There are imperative reasons for this perspective, extending beyond the obvious concern of the potential error and the serious consequences should occur in a medical context. The complex health care ecosystem itself is just as important. Clinicians are not just service providers; They are key stakeholders deeply invested in their roles, especially in the most critical and intensive aspects of patient care. They will legitimately quote security problems during the contemplation of the famous this control, but it would be naive to ignore financial incentives and professional autonomy which also shape their approach.
Consequently, the integration of AI into health care rightly started in auxiliary roles. We have already seen the Excel IA in tasks such as maintaining notes, writing letters and documents management – administrative charges which often harm the direct interaction of patients. This development will regularly progress towards passive surveillance, for example, the verification of prescription drug dosages, the identification of potential interactions and contraindications against contraindications. From there, AI will pass to more active consultative capacities, suggesting diagnoses, recommending follow -up surveys and describing possible treatment options. However, the final and nuanced decision will remain firmly in the hands of a highly qualified human expert.
This arc measured from the integration of AI presents a deep “win-win” scenario. For doctors, it offers a way for considerably increased work satisfaction and a reduced scholarship. I have not yet met a doctor who really appreciates endless documents; Many would gladly give up part of their salary to alleviate this burden. By unloading these AI tasks, doctors can recover precious time, focusing their energy on what really matters: direct commitment of patients and complex problem solving.
Patients are also enormously benefited. Imagine a consultation where your doctor establishes a real visual contact, actively listens and engages in a conversation, rather than type or constantly watching their screen. This improved human connection, facilitated by AI, the management of the basic administrative load, promises a more empathetic and efficient health experience. For health systems, the advantages are also convincing.
Refund often depends on the quality and precision of medical notes, an area where AI can make substantial improvements. By improving the accuracy and completeness of documentation, AI can rationalize processes and strengthen financial stability.
The Quiet Revolution of AI in health care
Slowly but surely, however, the conversation will increase from an increase to the replacement. This transition is likely to occur first in less critical areas, such as routine monitoring visits or standard controls. More importantly, it can be held in resources related to resources where the alternative to AI is not a highly qualified human professional, but rather nothing at all. Some industry observers fear that this will lead to a two -level health system, where human doctors take care of the rich, while the least privileged are found with a lower substitute and focused on AI for the care they really need. This, according to them, will exacerbate existing health inequalities.
Personally, I believe they are right to worry about exacerbating existing health inequalities, but I think they could have history upside down. While the AI continues its incessant improvement, it is plausible that at one point, perhaps earlier than many do not plan – it will exceed human doctors in all dimensions, including delicate art in the way of bedside and empathy. When this happens, perhaps the opposite scenario will take place: the wealthy world will be treated by Dr.
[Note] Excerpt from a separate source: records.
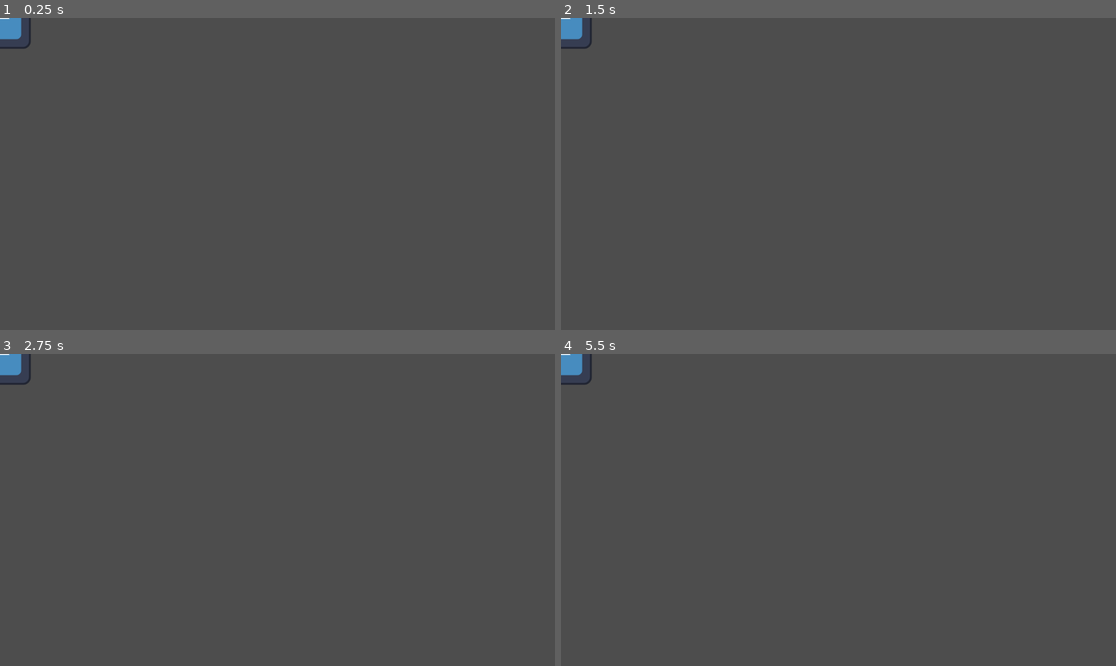
Above: before the commit, frames 1-4 (two rows, left to right).
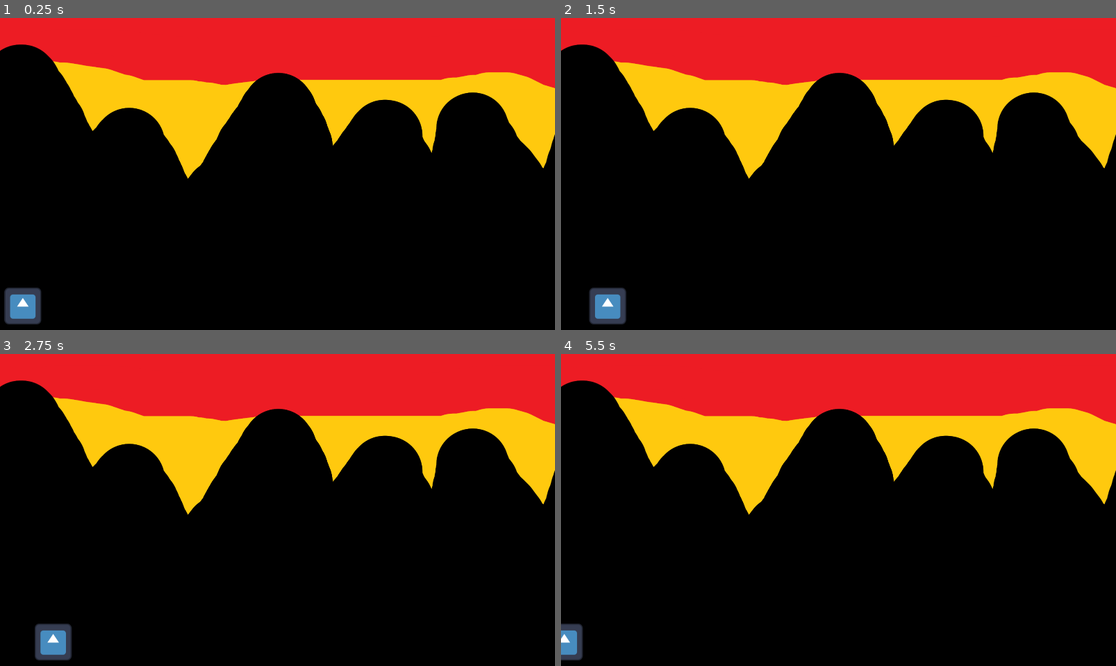
Above: after the commit, the same moments.

Repository: Upekcapy/game-test
Game: Godot game, scene res://Scenes/level.tscn
Two runs of this game, one before a commit and one after it. Both use one fixed random seed, a clock stepped at 60 frames per second and the inputs below. Before the commit the project starts from res://node_2d.tscn. The engine's default icon, where the game draws it, is replaced by a stand-in: a white triangle on a blue panel in a dark square.
Inputs:
- Up to frame 1 (0.25 s): no input
- Up to frame 2 (1.5 s): tap Enter at 0.5 s; hold D (move_right, bound only after the commit) 0.53-1.28 s; hold A (move_left, bound only after the commit) from 1.28 s (still down)
- Up to frame 3 (2.75 s): release A (move_left, bound only after the commit) at 2.03 s; hold D (move_right, bound only after the commit) from 2.03 s (still down)
- Up to frame 4 (5.5 s): release D (move_right, bound only after the commit) at 3.53 s; hold A (move_left, bound only after the commit) from 3.53 s (still down)

The runs differ from the first frame. In frame 1, 100% of the frame differs, in the area x 0-100%, y 0-100%; in frame 2, 100%; in frame 3, 100%; in frame 4, 100%.

Commit message:
Basic character movement + Background
-Two scenes
  -(1) Player (2) Level
-Player node is in level scene
-Level is now default scene
-Player has basic movement script

Diff:
--- /dev/null
+++ b/game-one-test/Scenes/level.tscn
@@ -0,0 +1,13 @@
+[gd_scene format=3 uid="uid://bekxhwwm0r573"]
+
+[ext_resource type="Texture2D" uid="uid://dkj2ctb1a0iw5" path="res://Untitled.png" id="1_k5f4k"]
+[ext_resource type="PackedScene" uid="uid://u12mea8vdg0c" path="res://Scenes/player.tscn" id="2_6phgx"]
+
+[node name="Level" type="Node2D" unique_id=1480934642]
+
+[node name="BackGround" type="Sprite2D" parent="." unique_id=1474475122]
+position = Vector2(1839, 2248)
+texture = ExtResource("1_k5f4k")
+
+[node name="Player" parent="." unique_id=353577086 instance=ExtResource("2_6phgx")]
+position = Vector2(79, 997)
--- /dev/null
+++ b/game-one-test/Scenes/player.gd
@@ -0,0 +1,14 @@
+extends Node2D
+
+var speed = 150
+
+func _ready() -> void:
+	pass
+
+
+func _process(delta: float) -> void:
+
+	if Input.is_action_pressed("move_right"):
+		position += Vector2(1,0) * speed * delta
+	if Input.is_action_pressed("move_left"):
+		position -= Vector2(1,0) * speed * delta
--- /dev/null
+++ b/game-one-test/Scenes/player.tscn
@@ -0,0 +1,10 @@
+[gd_scene format=3 uid="uid://u12mea8vdg0c"]
+
+[ext_resource type="Script" uid="uid://drf2dcdkq37f" path="res://Scenes/player.gd" id="1_cvnsp"]
+[ext_resource type="Texture2D" uid="uid://clkx533l1dv5h" path="res://icon.svg" id="1_wtcfe"]
+
+[node name="Player" type="Node2D" unique_id=353577086]
+script = ExtResource("1_cvnsp")
+
+[node name="PlayerImage" type="Sprite2D" parent="." unique_id=888979836]
+texture = ExtResource("1_wtcfe")
--- a/game-one-test/node_2d.tscn
+++ /dev/null
@@ -1,8 +0,0 @@
-[gd_scene format=3 uid="uid://u12mea8vdg0c"]
-
-[ext_resource type="Texture2D" uid="uid://clkx533l1dv5h" path="res://icon.svg" id="1_wtcfe"]
-
-[node name="Node2D" type="Node2D" unique_id=353577086]
-
-[node name="Sprite2D" type="Sprite2D" parent="." unique_id=888979836]
-texture = ExtResource("1_wtcfe")
--- a/game-one-test/project.godot
+++ b/game-one-test/project.godot
@@ -11,9 +11,27 @@
 [application]
 
 config/name="GameOneTest"
-run/main_scene="uid://u12mea8vdg0c"
+run/main_scene="uid://bekxhwwm0r573"
 config/features=PackedStringArray("4.6", "Forward Plus")
 config/icon="res://icon.svg"
+
+[display]
+
+window/size/viewport_width=1920
+window/size/viewport_height=1080
+
+[input]
+
+move_right={
+"deadzone": 0.2,
+"events": [Object(InputEventKey,"resource_local_to_scene":false,"resource_name":"","device":-1,"window_id":0,"alt_pressed":false,"shift_pressed":false,"ctrl_pressed":false,"meta_pressed":false,"pressed":false,"keycode":0,"physical_keycode":68,"key_label":0,"unicode":100,"location":0,"echo":false,"script":null)
+]
+}
+move_left={
+"deadzone": 0.2,
+"events": [Object(InputEventKey,"resource_local_to_scene":false,"resource_name":"","device":-1,"window_id":0,"alt_pressed":false,"shift_pressed":false,"ctrl_pressed":false,"meta_pressed":false,"pressed":false,"keycode":0,"physical_keycode":65,"key_label":0,"unicode":97,"location":0,"echo":false,"script":null)
+]
+}
 
 [physics]
 
Not shown, added: game-one-test/Scenes/player.gd.uid
Binary file added: game-one-test/Untitled.png
Not shown, added: game-one-test/Untitled.png.import

Superior Dr AI, while the least privileged can be found to access these expensive costly AI systems and protected by patents, and must rather face the relatively lower human alternative. It is a provocative thought, but we must seriously consider as we sail in the extraordinary potential and the deep ethical implications of AI in health care.
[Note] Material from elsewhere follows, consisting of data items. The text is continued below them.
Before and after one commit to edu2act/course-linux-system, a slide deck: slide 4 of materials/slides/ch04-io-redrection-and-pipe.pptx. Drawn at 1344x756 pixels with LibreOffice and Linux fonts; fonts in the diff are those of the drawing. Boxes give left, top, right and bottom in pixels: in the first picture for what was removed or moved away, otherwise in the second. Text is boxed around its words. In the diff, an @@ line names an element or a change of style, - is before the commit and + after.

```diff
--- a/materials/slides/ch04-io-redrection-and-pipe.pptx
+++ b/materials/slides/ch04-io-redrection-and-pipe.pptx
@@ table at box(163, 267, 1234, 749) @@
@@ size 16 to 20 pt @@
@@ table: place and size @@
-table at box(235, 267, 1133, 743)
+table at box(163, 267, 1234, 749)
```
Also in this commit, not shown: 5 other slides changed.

Professor Nicos Savva is professor of management science at London business school And an expert in data science, using them to solve operational problems and help major organizations develop data science capacities. His research at LBS focuses on the management of health care, including hospital operations, the regional organization of care, performance evaluation, measurement of health inequalities and innovation. Professor Savva’s work appeared in leading journals such as management science, operations management and service services and nature biotechnology.